WHAT IS EXPECTED
Restate the listing below word for word, omitting any images.

DATASET RECORDS
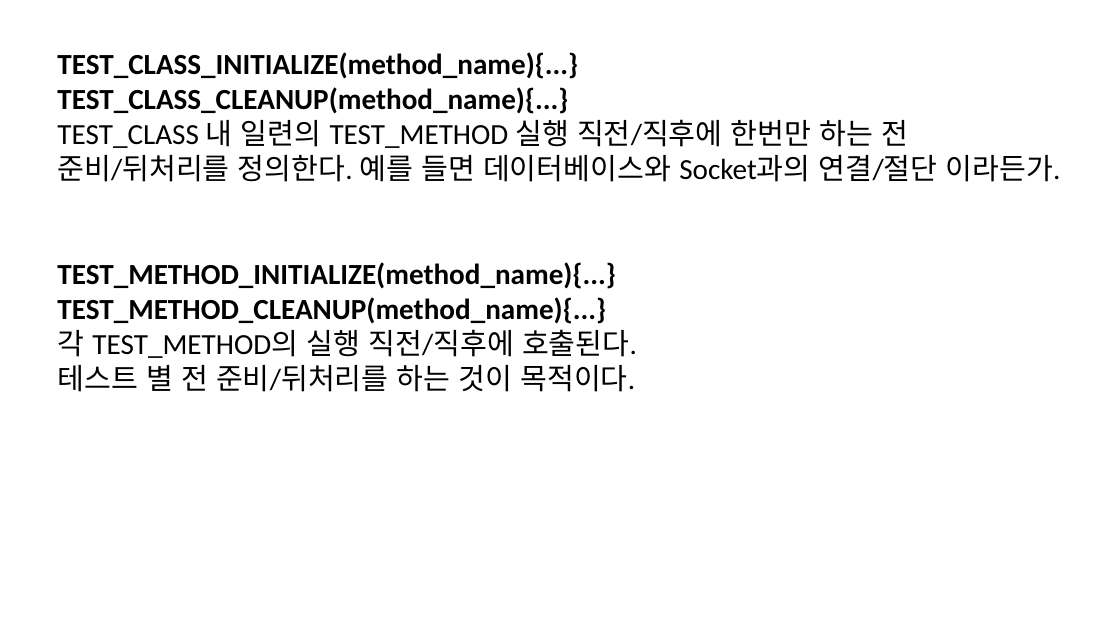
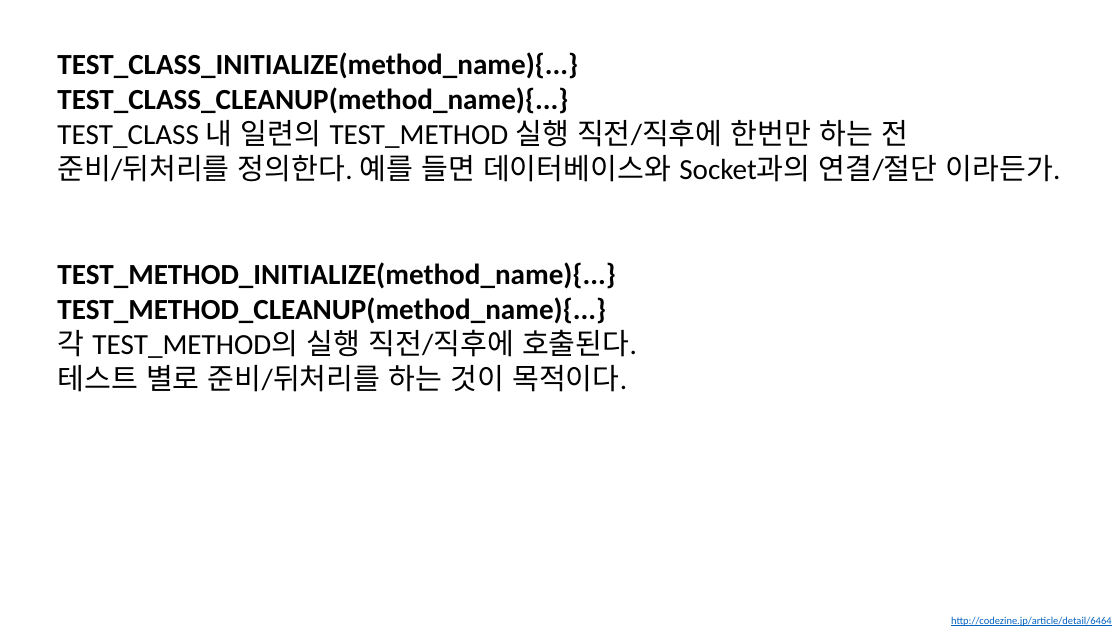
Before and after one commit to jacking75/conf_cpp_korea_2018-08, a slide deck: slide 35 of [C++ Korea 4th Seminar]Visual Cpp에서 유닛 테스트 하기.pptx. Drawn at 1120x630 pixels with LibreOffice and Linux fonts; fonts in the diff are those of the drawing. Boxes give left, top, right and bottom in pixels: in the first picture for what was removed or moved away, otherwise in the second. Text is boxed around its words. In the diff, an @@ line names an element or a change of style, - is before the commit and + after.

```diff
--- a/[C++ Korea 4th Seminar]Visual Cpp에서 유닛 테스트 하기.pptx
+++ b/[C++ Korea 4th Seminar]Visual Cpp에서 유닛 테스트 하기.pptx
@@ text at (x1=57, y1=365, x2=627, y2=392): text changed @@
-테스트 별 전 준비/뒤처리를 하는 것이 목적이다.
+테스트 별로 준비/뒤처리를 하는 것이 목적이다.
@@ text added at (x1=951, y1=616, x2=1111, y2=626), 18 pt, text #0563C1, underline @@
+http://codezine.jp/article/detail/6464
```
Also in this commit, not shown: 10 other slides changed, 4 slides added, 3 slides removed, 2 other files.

RESULT FOR THIS TASK
Before and after one commit to jacking75/conf_cpp_korea_2018-08, a slide deck: slide 35 of [C++ Korea 4th Seminar]Visual Cpp에서 유닛 테스트 하기.pptx. Drawn at 1120x630 pixels with LibreOffice and Linux fonts; fonts in the diff are those of the drawing. Boxes give left, top, right and bottom in pixels: in the first picture for what was removed or moved away, otherwise in the second. Text is boxed around its words. In the diff, an @@ line names an element or a change of style, - is before the commit and + after.

```diff
--- a/[C++ Korea 4th Seminar]Visual Cpp에서 유닛 테스트 하기.pptx
+++ b/[C++ Korea 4th Seminar]Visual Cpp에서 유닛 테스트 하기.pptx
@@ text at (x1=57, y1=365, x2=627, y2=392): text changed @@
-테스트 별 전 준비/뒤처리를 하는 것이 목적이다.
+테스트 별로 준비/뒤처리를 하는 것이 목적이다.
@@ text added at (x1=951, y1=616, x2=1111, y2=626), 18 pt, text #0563C1, underline @@
+http://codezine.jp/article/detail/6464
```
Also in this commit, not shown: 10 other slides changed, 4 slides added, 3 slides removed, 2 other files.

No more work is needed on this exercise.